:: What the task asks ::
Your reply should contain only the line with "after: (174, 214, 491, 321)" and the lines after it through the end of the data, each written out exactly.
=== Data provided ===
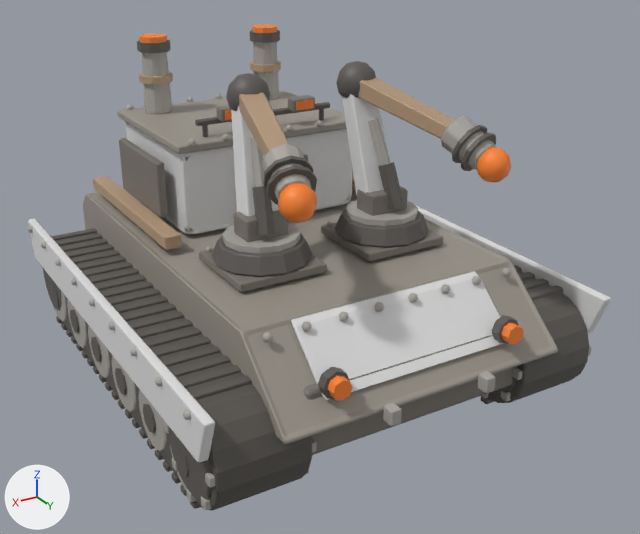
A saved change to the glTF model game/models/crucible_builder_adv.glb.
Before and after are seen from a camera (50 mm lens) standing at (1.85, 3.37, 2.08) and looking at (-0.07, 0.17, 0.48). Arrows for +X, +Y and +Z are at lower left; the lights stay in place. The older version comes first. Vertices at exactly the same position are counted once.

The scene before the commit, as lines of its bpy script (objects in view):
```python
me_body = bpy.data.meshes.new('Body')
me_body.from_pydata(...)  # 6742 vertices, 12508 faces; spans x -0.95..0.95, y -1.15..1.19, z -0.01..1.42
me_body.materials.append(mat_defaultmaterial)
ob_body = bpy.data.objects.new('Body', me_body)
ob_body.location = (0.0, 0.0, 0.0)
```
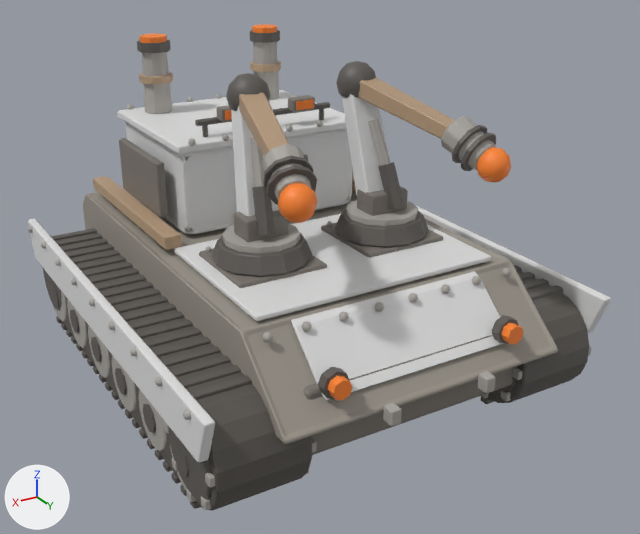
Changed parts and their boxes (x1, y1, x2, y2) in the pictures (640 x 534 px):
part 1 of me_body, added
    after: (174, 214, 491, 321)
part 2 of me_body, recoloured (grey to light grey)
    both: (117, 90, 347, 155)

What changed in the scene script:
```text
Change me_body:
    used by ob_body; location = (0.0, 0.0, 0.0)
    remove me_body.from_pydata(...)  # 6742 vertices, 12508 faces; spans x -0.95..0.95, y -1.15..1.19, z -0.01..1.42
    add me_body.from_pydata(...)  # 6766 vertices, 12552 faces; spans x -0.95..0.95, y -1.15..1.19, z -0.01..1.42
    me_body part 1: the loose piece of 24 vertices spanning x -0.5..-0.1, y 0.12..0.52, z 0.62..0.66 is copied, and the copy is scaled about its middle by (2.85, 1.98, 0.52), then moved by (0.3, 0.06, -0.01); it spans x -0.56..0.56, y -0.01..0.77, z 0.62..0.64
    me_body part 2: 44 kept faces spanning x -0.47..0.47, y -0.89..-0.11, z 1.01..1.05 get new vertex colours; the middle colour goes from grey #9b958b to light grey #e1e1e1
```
===
:: Answer section ::
    after: (174, 214, 491, 321)
part 2 of me_body, recoloured (grey to light grey)
    both: (117, 90, 347, 155)

What changed in the scene script:
```text
Change me_body:
    used by ob_body; location = (0.0, 0.0, 0.0)
    remove me_body.from_pydata(...)  # 6742 vertices, 12508 faces; spans x -0.95..0.95, y -1.15..1.19, z -0.01..1.42
    add me_body.from_pydata(...)  # 6766 vertices, 12552 faces; spans x -0.95..0.95, y -1.15..1.19, z -0.01..1.42
    me_body part 1: the loose piece of 24 vertices spanning x -0.5..-0.1, y 0.12..0.52, z 0.62..0.66 is copied, and the copy is scaled about its middle by (2.85, 1.98, 0.52), then moved by (0.3, 0.06, -0.01); it spans x -0.56..0.56, y -0.01..0.77, z 0.62..0.64
    me_body part 2: 44 kept faces spanning x -0.47..0.47, y -0.89..-0.11, z 1.01..1.05 get new vertex colours; the middle colour goes from grey #9b958b to light grey #e1e1e1
```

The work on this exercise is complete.